AGOG Research

Priorities, Aims and Outcomes Who will be asked to participate? What will be asked of patients? Privacy Expertise Importance of establishing AGOG Resources and Facilities

Priorities, Aims and Outcomes

Who will be asked to participate?

Patients at AGOG recruitment centres will be asked to participate if they have a confirmed histopathological diagnosis of glioma, or if it is likely that have glioma based on their clinical and imaging tests, and if they can give informed consent.

What will be asked of patients?

Participants in AGOG will be asked to consent to 3 steps:

1. Donation of a blood sample for extraction of DNA, RNA, serum and plasma
2. Donation of a tumour tissue sample at time of surgery, or access to archived tissue samples
3. Completion of a brief questionnaire looking at family history, occupation, ethnicity

AGOG is very keen not to burden glioma patients, their families and carers, nor to interfere in any way with their primary care.

Privacy

AGOG participants will be given clear information about the storage of biospecimens and confidentiality procedures. Participants who withdraw from this study will have the option to have their samples destroyed, and AGOG will not release any information to a third party without the participant's consent, except as required by law.

All clinical data, blood, tissue and DNA samples will be stored in secure facilities governed by international best-practice standards. All samples will be labeled by study number only, with the only linkage to participant information via a secure, password protected database. The limited number of research staff who are able to access identifiable data will sign a covenant of confidentiality and will comply with relevant state and institutional privacy laws. Any relevant hard-copy information will be stored in a locked area of the individual recruitment sites.

Consent to participate in AGOG will include consent for access to participants' blood samples by researchers working in brain tumour and related cancer research, who meet stringent ethical and access requirements.

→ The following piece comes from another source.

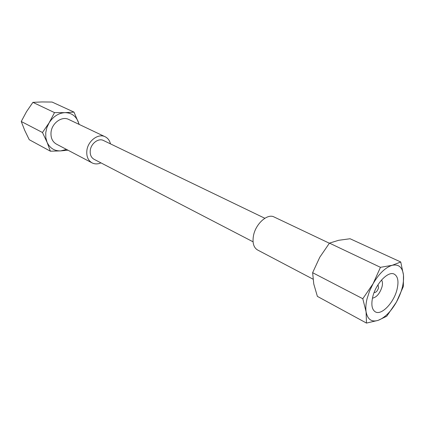 <?xml version="1.0" encoding="UTF-8"?>
<svg xmlns="http://www.w3.org/2000/svg" width="425" height="425" viewBox="0 0 425 425"><rect width="100%" height="100%" fill="white"/><g stroke="black" fill="none" stroke-linecap="round" stroke-linejoin="round"><path stroke-width="0.64" d="M79.018 124.35L78.253 121.8C75.708 115.807 71.278 112.752 64.967 112.641C58.538 113.061 53.252 116.461 49.098 122.846L46.872 127.622L45.751 132.69L45.815 137.684L47.053 142.248L42.468 132.504L49.098 122.846L54.522 112.614L64.967 112.641L73.998 112.104L79.231 124.451M92.071 162.881L56.36 144.086C52.434 141.769 50.655 137.891 51.021 132.451C51.722 123.192 61.896 115.807 68.685 119.446L105.14 136.754C98.281 133.057 87.731 141.01 86.838 150.763C86.36 156.49 88.103 160.528 92.071 162.881C94.812 164.247 97.777 164.247 100.959 162.876M110.468 143.873C109.655 140.5 107.876 138.13 105.14 136.754M264.839 218.269L103.45 140.489C98.504 137.796 90.902 143.523 90.254 150.535C89.898 154.679 91.162 157.595 94.047 159.29L253.061 241.809M329.375 243.233L274.045 216.962C267.368 213.217 255.452 224.018 253.433 235.933C252.296 242.919 253.667 247.594 257.539 249.964L313.007 279.156M372.741 296.889C371.004 304.672 371.886 309.671 375.387 311.886C381.538 315.626 393.874 302.674 397.008 289.537C398.894 281.536 397.981 276.409 394.267 274.146C388.248 270.613 375.785 283.592 372.741 296.889M374.112 292.543C375.939 292.644 377.416 291.082 378.542 287.858L378.022 284.723M372.449 298.164C376.608 297.341 379.801 293.569 382.017 286.843C382.75 283.783 382.585 281.509 381.522 280.022M367.099 298.6C365.872 303.625 365.532 308.035 366.084 311.817L362.796 298.722L373.086 283.719L369.543 291.098L367.099 298.6M400.738 261.986L403.484 275.076C402.448 267.235 398.687 263.973 392.201 265.296L400.738 261.986L350.072 238.744L338.619 240.3L329.46 243.121L319.775 257.247L312.63 272.696L313.772 284.012L317.379 296.379L366.488 323.08L366.084 311.817C367.572 319.467 371.588 322.315 378.144 320.36C384.795 317.767 390.894 311.668 396.44 302.063C401.726 292.267 404.074 283.273 403.484 275.076L403.336 286.508L396.44 302.063L386.713 316.248L378.144 320.36L366.488 323.08M373.086 283.719L380.455 267.325L392.201 265.296C385.438 267.415 379.068 273.557 373.086 283.719M73.998 112.104L52.084 102.053L42.022 101.942L32.906 102.356L26.531 111.637L21.25 121.492L24.724 130.379L29.235 139.697L50.384 151.199L47.053 142.248C49.863 148.192 54.416 151.077 60.706 150.896L50.384 151.199M32.906 102.356L54.522 112.614M21.25 121.492L42.468 132.504M67.968 150.195L60.706 150.896L66.481 149.414M312.63 272.696L362.796 298.722M329.46 243.121L380.455 267.325"/></g></svg>

These studies will need to be approved both by a Human Research Ethics Committee as well as an AGOG National Advisory Board comprising eminent clinical and community representatives who are independent from the project. Any researchers based overseas will be required to demonstrate that they similarly meet the appropriate Australian standards of ethics and privacy.

Expertise

The AGOG Scientific Team is multidisciplinary and has demonstrated strengths in both clinical and basic science research. Each of the participating scientists and clinicians have experience and demonstrated success in the strategic integration of scientific research and clinical practice, including the integration of disease specific clinical data collections with biospecimen storage, genetic and statistical interpretation.

Each of our AGOG leaders has a strong vision for development of this research program, and all have a good track record in developing and managing research teams to an internationally competitive level.

The AGOG team is thus very well placed to facilitate research into the natural history, genetics, treatment response and outcomes of patients with glioma in Australia.

Importance of establishing AGOG

The central challenge to glioma research is to provide "strong evidence" on which treating clinicians and patients can base their choice of treatment plan. "Strong evidence" requires well designed, adequately powered and validated research and clinical trials. The recruitment of adequate numbers of clinically well-characterized patients, with associated biospecimens from glioma patients in NSW and WA and ultimately, all of Australia, will address the issue of statistical power. The standardization of multi-disciplinary clinical data will start this ongoing process of well-designed research.

Resources and Facilities

Tissue Banking

Tumour banks are a critical engine for basic, clinical and translational research for all cancers. The availability of preserved tumour samples (in excess of requirements for histopathological assessment) is pivotal to the genomics revolution in regard to how we diagnose and treat brain tumours.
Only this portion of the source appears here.